Rule 506(b) permits the sponsor to raise unlimited capital from an unlimited number of accredited investors and up to 35 non-accredited but sophisticated investors, but it prohibits general solicitation and general advertising entirely. The offering must be made through a pre-existing substantive relationship between the sponsor and the prospective investor, or through a placement agent functioning in that capacity.
Rule 506(c) was added by the JOBS Act of 2012 and flipped the historical posture. It permits general solicitation and advertising including public-facing pitch decks, social media campaigns, podcasts, and conference presentations, but it restricts participation to accredited investors only and requires the sponsor to take reasonable steps to verify accredited status.
Self-certification through a checked box on a subscription agreement, which has long been the operational norm under 506(b), is not sufficient under 506(c). The sponsor must collect and review documentary evidence of accreditation (recent W-2s and tax returns for income tests, brokerage statements and asset verifications for net worth tests) or rely on a third-party verification service or written confirmation from a CPA, attorney, or registered broker-dealer.

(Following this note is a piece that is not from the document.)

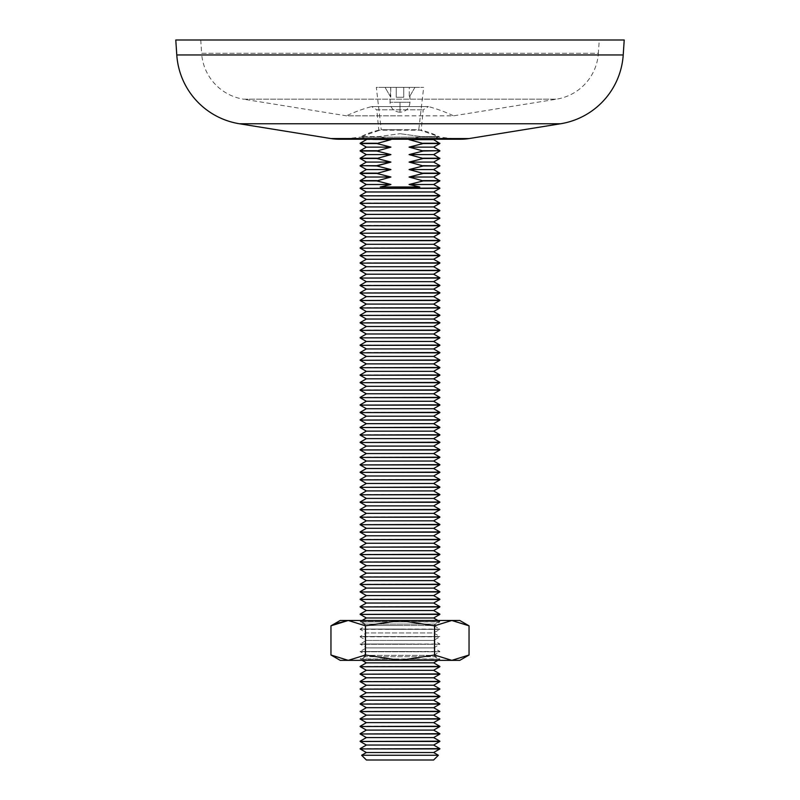 <?xml version="1.0" encoding="UTF-8"?>
<svg xmlns="http://www.w3.org/2000/svg" width="800" height="800" viewBox="0 0 800 800"><rect width="100%" height="100%" fill="white"/><g stroke="black" fill="none" stroke-linecap="round" stroke-linejoin="round"><path stroke-width="0.6" stroke-dasharray="4 3" d="M344.47 138.9A49.83 49.83 0 0 1 338.96 139.21L461.04 139.21A49.83 49.83 0 0 1 455.53 138.9L344.47 138.9L455.53 138.9L439.86 137.16L360.14 137.16L344.47 138.9M200.75 40L201.63 53.29L400 53.29L201.63 53.29A49.83 49.83 0 0 0 243.4 99.16L556.6 99.16L243.4 99.16L346.44 115.83L400 115.83L346.44 115.83A149.48 149.48 0 0 1 371.58 106.59L428.42 106.59A149.48 149.48 0 0 1 453.56 115.83L400 115.83L453.56 115.83L556.6 99.16A49.83 49.83 0 0 0 598.37 53.29L400 53.29L598.37 53.29L599.25 40L200.75 40L599.25 40M378.82 130.19A74.74 74.74 0 0 0 360.14 137.16L439.86 137.16A74.74 74.74 0 0 0 421.18 130.19L378.82 130.19L376.78 109.82L423.22 109.82L376.78 109.82L371.58 106.59L428.42 106.59L423.22 109.82L421.18 130.19L378.82 130.19M175.78 40L624.22 40M365.6 139.21L361.14 136.64L378.53 136.64L400 133.69L378.53 136.64L361.14 136.64L381.23 129.7L400 129.7L381.23 129.7L376.33 87.34L423.67 87.34L376.33 87.34M360.14 748.93L439.86 748.93M360.14 748.65L439.86 748.65M360.14 741.46L439.86 741.46M360.14 741.17L439.86 741.17M360.14 733.98L439.86 733.98M360.14 733.7L439.86 733.7M360.14 726.51L439.86 726.51M360.14 726.23L439.86 726.23M360.14 719.03L439.86 719.03M360.14 718.75L439.86 718.75M360.14 711.56L439.86 711.56M360.14 711.28L439.86 711.28M360.14 704.09L439.86 704.09M360.14 703.8L439.86 703.8M360.14 696.61L439.86 696.61M360.14 696.33L439.86 696.33M360.14 689.14L439.86 689.14M360.14 688.86L439.86 688.86M360.14 681.66L439.86 681.66M360.14 681.38L439.86 681.38M360.14 674.19L439.86 674.19M360.14 673.91L439.86 673.91M360.14 666.72L439.86 666.72M360.14 666.43L439.86 666.43M437.95 660.35L439.86 659.24L360.14 659.24L439.86 659.24L400 658.96L439.86 658.96L433.63 655.36L366.37 655.36L360.14 658.96L400 658.96L360.14 658.96L362.05 660.35M433.63 655.36L439.86 651.77L360.14 651.77L439.86 651.77L400 651.49L439.86 651.49L433.63 647.89L366.37 647.89L360.14 651.49L400 651.49L360.14 651.49L366.37 655.36L433.63 655.36M433.63 647.89L439.86 644.29L360.14 644.29L439.86 644.29L400 644.01L439.86 644.01L433.63 640.42L366.37 640.42L360.14 644.01L400 644.01L360.14 644.01L366.37 647.89L433.63 647.89M400 640.42L433.63 640.42L439.86 636.82L400 636.82L439.86 636.54L400 636.54L439.86 636.54L433.63 632.94L366.37 632.94L360.14 636.54L400 636.54L360.14 636.54L400 636.82L360.14 636.82L366.37 640.42L400 640.42M362.05 620.48L360.14 621.87L400 621.87L360.14 621.87L366.37 625.47L400 625.47L366.37 625.47L360.14 629.06L400 629.06L360.14 629.06L400 629.35L360.14 629.35L366.37 632.94L433.63 632.94L439.86 629.35L400 629.35L439.86 629.35L400 629.06L439.86 629.06L433.63 625.47L400 625.47L433.63 625.47L439.86 621.87L400 621.87L439.86 621.59L400 621.59L439.86 621.59L437.95 620.48M400 621.59L360.14 621.59L400 621.59M366.37 617.99L433.63 617.99M360.14 614.4L439.86 614.4M360.14 614.11L439.86 614.11M366.37 610.52L433.63 610.52M360.14 606.92L439.86 606.92M360.14 606.64L439.86 606.64M366.37 603.04L433.63 603.04M360.14 599.45L439.86 599.45M360.14 599.17L439.86 599.17M366.37 595.57L433.63 595.57M360.14 591.97L439.86 591.97M360.14 591.69L439.86 591.69M366.37 588.1L433.63 588.1M360.14 584.5L439.86 584.5M360.14 584.22L439.86 584.22M366.37 580.62L433.63 580.62M360.14 577.03L439.86 577.03M360.14 576.74L439.86 576.74M366.37 573.15L433.63 573.15M360.14 569.55L439.86 569.55M360.14 569.27L439.86 569.27M366.37 565.67L433.63 565.67M360.14 562.08L439.86 562.08M360.14 561.8L439.86 561.8M366.37 558.2L433.63 558.2M360.14 554.6L439.86 554.6M360.14 554.32L439.86 554.32M366.37 550.73L433.63 550.73M360.14 547.13L439.86 547.13M360.14 546.85L439.86 546.85M366.37 543.25L433.63 543.25M360.14 539.66L439.86 539.66M360.14 539.37L439.86 539.37M366.37 535.78L433.63 535.78M360.14 532.18L439.86 532.18M360.14 531.9L439.86 531.9M366.37 528.3L433.63 528.3M360.14 524.71L439.86 524.71M360.14 524.43L439.86 524.43M366.37 520.83L433.63 520.83M360.14 517.23L439.86 517.23M360.14 516.95L439.86 516.95M366.37 513.36L433.63 513.36M360.14 509.76L439.86 509.76M360.14 509.48L439.86 509.48M366.37 505.88L433.63 505.88M360.14 502.29L439.86 502.29M360.14 502L439.86 502M366.37 498.41L433.63 498.41M360.14 494.81L439.86 494.81M360.14 494.53L439.86 494.53M366.37 490.93L433.63 490.93M360.14 487.34L439.86 487.34M360.14 487.06L439.86 487.06M366.37 483.46L433.63 483.46M360.14 479.86L439.86 479.86M360.14 479.58L439.86 479.58M360.14 472.39L439.86 472.39M360.14 472.11L439.86 472.11M360.14 464.92L439.86 464.92M360.14 464.63L439.86 464.63M360.14 457.44L439.86 457.44M360.14 457.16L439.86 457.16M360.14 449.97L439.86 449.97M360.14 449.69L439.86 449.69M360.14 442.49L439.86 442.49M360.14 442.21L439.86 442.21M360.14 435.02L439.86 435.02M360.14 434.74L439.86 434.74M360.14 427.55L439.86 427.55M360.14 427.26L439.86 427.26M360.14 420.07L439.86 420.07M360.14 419.79L439.86 419.79M360.14 412.6L439.86 412.6M360.14 412.32L439.86 412.32M360.14 405.12L439.86 405.12M360.14 404.84L439.86 404.84M360.14 397.65L439.86 397.65M360.14 397.37L439.86 397.37M360.14 390.18L439.86 390.18M360.14 389.89L439.86 389.89M360.14 382.7L439.86 382.7M360.14 382.42L439.86 382.42M360.14 375.23L439.86 375.23M360.14 374.95L439.86 374.95M360.14 367.75L439.86 367.75M360.14 367.47L439.86 367.47M360.14 360.28L439.86 360.28M360.14 360L439.86 360M360.14 352.81L439.86 352.81M360.14 352.52L439.86 352.52M360.14 345.05L439.86 345.05M360.14 345.33L439.86 345.33M366.37 341.45L433.63 341.45M360.14 337.86L439.86 337.86M360.14 337.58L439.86 337.58M366.37 333.98L433.63 333.98M360.14 330.38L439.86 330.38M360.14 330.1L439.86 330.1M366.37 326.51L433.63 326.51M360.14 322.91L439.86 322.91M360.14 322.63L439.86 322.63M366.37 319.03L433.63 319.03M360.14 315.44L439.86 315.44M360.14 315.15L439.86 315.15M366.37 311.56L433.63 311.56M360.14 307.96L439.86 307.96M360.14 307.68L439.86 307.68M366.37 304.08L433.63 304.08M360.14 300.49L439.86 300.49M360.14 300.2L439.86 300.2M366.37 296.61L433.63 296.61M360.14 293.01L439.86 293.01M360.14 292.73L439.86 292.73M366.37 289.13L433.63 289.13M360.14 285.54L439.86 285.54M360.14 285.26L439.86 285.26M366.37 281.66L433.63 281.66M360.14 278.06L439.86 278.06M360.14 277.78L439.86 277.78M366.37 274.19L433.63 274.19M360.14 270.59L439.86 270.59M360.14 270.31L439.86 270.31M366.37 266.71L433.63 266.71M360.14 263.12L439.86 263.12M360.14 262.83L439.86 262.83M360.14 255.64L439.86 255.64M360.14 255.36L439.86 255.36M360.14 248.17L439.86 248.17M360.14 247.89L439.86 247.89M360.14 240.69L439.86 240.69M360.14 240.41L439.86 240.41M360.14 233.22L439.86 233.22M360.14 232.94L439.86 232.94M360.14 225.75L439.86 225.75M360.14 225.46L439.86 225.46M360.14 218.27L439.86 218.27M360.14 217.99L439.86 217.99M360.14 210.8L439.86 210.8M360.14 210.52L439.86 210.52M360.14 203.32L439.86 203.32M360.14 203.04L439.86 203.04M360.14 195.57L439.86 195.57M360.14 195.85L439.86 195.85M366.37 191.97L433.63 191.97M360.14 188.38L439.86 188.38M360.14 188.09L439.86 188.09M366.37 184.5L390.93 184.5L380.22 186.99L419.78 186.99L409.07 184.5L433.63 184.5M360.14 180.9L376.76 180.9L390.93 184.5M439.86 180.62L423.24 180.62L409.07 177.02L433.63 177.02M439.86 173.15L423.24 173.15L409.07 169.55L433.63 169.55M439.86 150.72L423.24 150.72L409.07 147.13L433.63 147.13M439.86 143.25L423.24 143.25L409.07 139.65L433.63 139.65M360.14 151.01L376.76 151.01L390.93 154.6L366.37 154.6M360.14 173.43L376.76 173.43L390.93 177.02L366.37 177.02M409.07 139.65L421.47 136.64L400 133.69L421.47 136.64L438.86 136.64L418.77 129.7L400 129.7L418.77 129.7L423.67 87.34M390.03 95.97L390.76 97.23L390.76 87.34L385.05 87.34L390.76 87.34L390.03 102.28C390.63 108.33 393.95 111.65 400 112.25L400 102.28L409.97 102.28L400 102.28L400 112.25C406.05 111.65 409.37 108.33 409.97 102.28L409.97 95.97L409.24 97.23L409.97 95.97M396.26 87.34L390.76 87.34L396.26 87.34L396.26 97.23L403.74 97.23L403.74 87.34L396.26 87.34L403.74 87.34L403.74 97.23L396.26 97.23L396.26 87.34M409.24 87.34L403.74 87.34L403.74 97.23L403.74 87.34L409.24 87.34L409.24 97.23L409.24 87.34L414.95 87.34L409.24 87.34M433.63 760L366.37 760M361.63 755.26L438.37 755.26M366.37 752.53L433.63 752.53M366.37 745.05L433.63 745.05M366.37 737.58L433.63 737.58M366.37 730.1L433.63 730.1M366.37 722.63L433.63 722.63M366.37 715.16L433.63 715.16M366.37 707.68L433.63 707.68M366.37 700.21L433.63 700.21M366.37 692.73L433.63 692.73M366.37 685.26L433.63 685.26M366.37 677.79L433.63 677.79M366.37 670.31L433.63 670.31M366.37 662.84L433.63 662.84M366.37 475.99L433.63 475.99M366.37 468.51L433.63 468.51M366.37 461.04L433.63 461.04M366.37 453.56L433.63 453.56M366.37 446.09L433.63 446.09M366.37 438.62L433.63 438.62M366.37 431.14L433.63 431.14M366.37 423.67L433.63 423.67M366.37 416.19L433.63 416.19M366.37 408.72L433.63 408.72M366.37 401.25L433.63 401.25M366.37 393.77L433.63 393.77M366.37 386.3L433.63 386.3M366.37 378.82L433.63 378.82M366.37 371.35L433.63 371.35M366.37 363.88L433.63 363.88M366.37 356.4L433.63 356.4M366.37 348.93L433.63 348.93M366.37 259.24L433.63 259.24M366.37 251.76L433.63 251.76M366.37 244.29L433.63 244.29M366.37 236.82L433.63 236.82M366.37 229.34L433.63 229.34M366.37 221.87L433.63 221.87M366.37 214.39L433.63 214.39M366.37 206.92L433.63 206.92M366.37 199.45L433.63 199.45M419.78 186.99L380.22 186.99L419.78 186.99M434.4 139.21L438.86 136.64L421.47 136.64L411.61 139.21M388.39 139.21L378.53 136.64L390.93 139.65L376.76 143.53L390.93 147.13L376.76 151.01M409.07 184.5L423.24 180.9L439.86 180.9M390.93 177.02L376.76 180.9M360.14 165.67L376.76 165.67L390.93 169.55L376.76 173.43M390.93 154.6L376.76 158.2L390.93 162.08L366.37 162.08M409.07 147.13L423.24 143.25M439.86 151.01L423.24 150.72M409.07 169.55L423.24 165.95L409.07 162.08L423.24 158.2L409.07 154.6L433.63 154.6M409.07 177.02L423.24 173.15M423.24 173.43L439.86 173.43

The practical strategic choice between the two subsections turns on the sponsor's investor base and marketing posture. A sponsor with a developed proprietary investor network typically prefers 506(b) because the verification burden under 506(c) is meaningful and the prohibition on solicitation isn't binding when the deal will fill from existing relationships anyway.
Sponsors building a new investor base or relying on public-facing content marketing typically prefer 506(c) because the ability to advertise without restriction is critical to reaching new capital. State Blue Sky notice filing requirements apply under both subsections and are not exempted by the federal 506 election.
Bad-actor disqualification under Rule 506(d) applies to both.